(Available data begins)

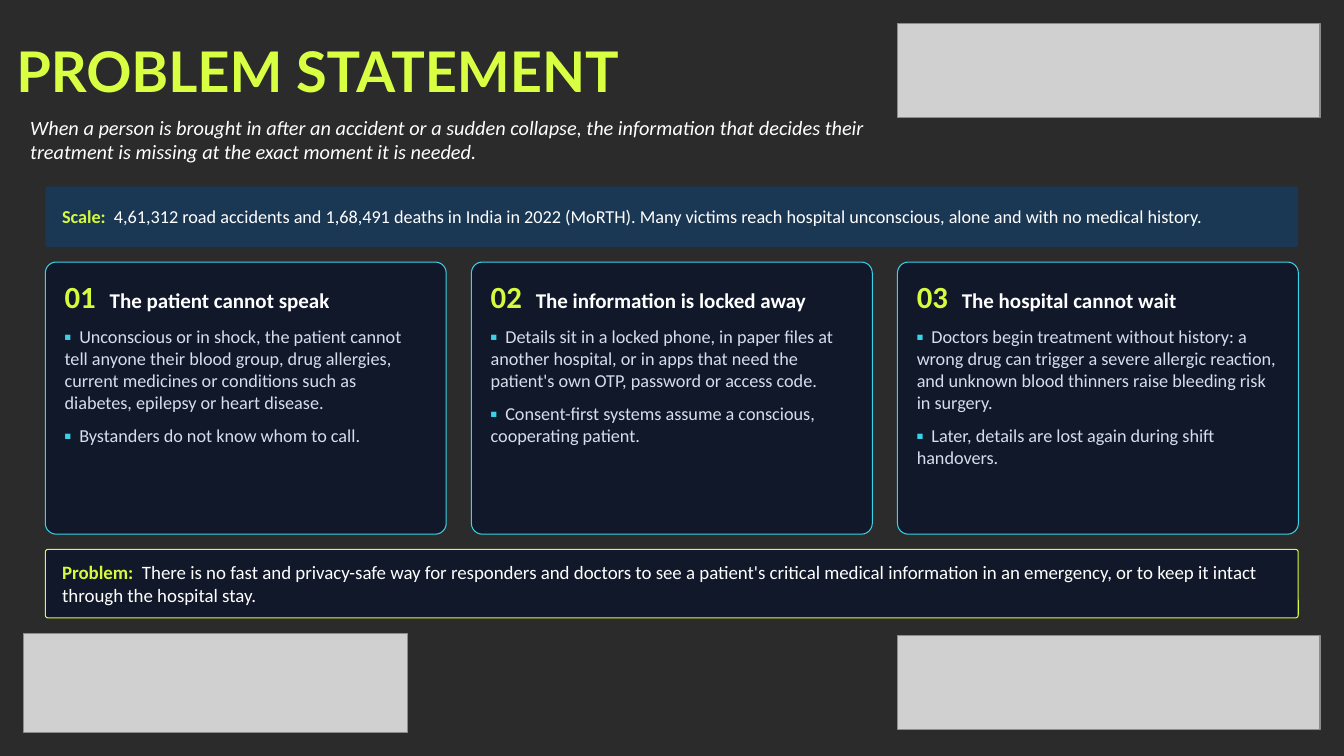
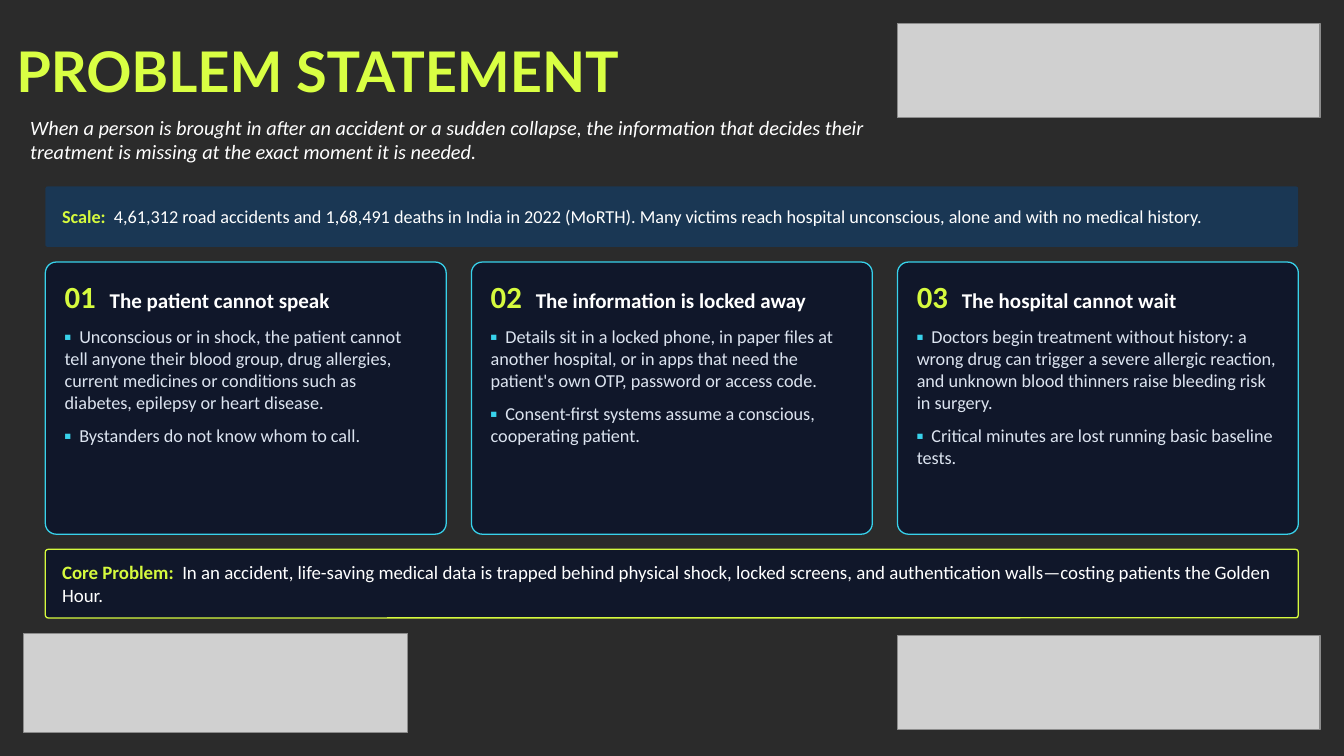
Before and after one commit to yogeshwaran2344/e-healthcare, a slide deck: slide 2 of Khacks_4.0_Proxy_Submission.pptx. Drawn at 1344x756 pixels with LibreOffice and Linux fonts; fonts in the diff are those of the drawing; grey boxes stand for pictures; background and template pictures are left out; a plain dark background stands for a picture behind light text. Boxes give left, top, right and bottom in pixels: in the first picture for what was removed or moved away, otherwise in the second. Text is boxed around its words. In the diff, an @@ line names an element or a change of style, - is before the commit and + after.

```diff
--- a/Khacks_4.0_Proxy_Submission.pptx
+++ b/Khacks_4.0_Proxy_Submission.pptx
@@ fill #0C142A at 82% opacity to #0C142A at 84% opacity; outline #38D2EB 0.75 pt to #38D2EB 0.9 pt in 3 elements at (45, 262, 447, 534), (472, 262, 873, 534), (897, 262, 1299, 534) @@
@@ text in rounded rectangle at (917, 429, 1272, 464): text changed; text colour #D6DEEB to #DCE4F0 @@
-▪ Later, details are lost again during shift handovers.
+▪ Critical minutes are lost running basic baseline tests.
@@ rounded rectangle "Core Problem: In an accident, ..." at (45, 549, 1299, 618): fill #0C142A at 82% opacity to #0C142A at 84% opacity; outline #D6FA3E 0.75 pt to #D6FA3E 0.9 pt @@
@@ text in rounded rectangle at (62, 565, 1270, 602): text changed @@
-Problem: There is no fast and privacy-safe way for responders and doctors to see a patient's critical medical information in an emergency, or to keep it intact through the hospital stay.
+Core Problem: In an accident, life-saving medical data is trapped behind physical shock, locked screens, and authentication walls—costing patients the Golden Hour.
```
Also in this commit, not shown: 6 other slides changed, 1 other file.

(Available data ends)

→ What is required
In the entries above, find each line that has the word "changed". Copy it.

→ Task answer
@@ text in rounded rectangle at (917, 429, 1272, 464): text changed; text colour #D6DEEB to #DCE4F0 @@
@@ text in rounded rectangle at (62, 565, 1270, 602): text changed @@
Also in this commit, not shown: 6 other slides changed, 1 other file.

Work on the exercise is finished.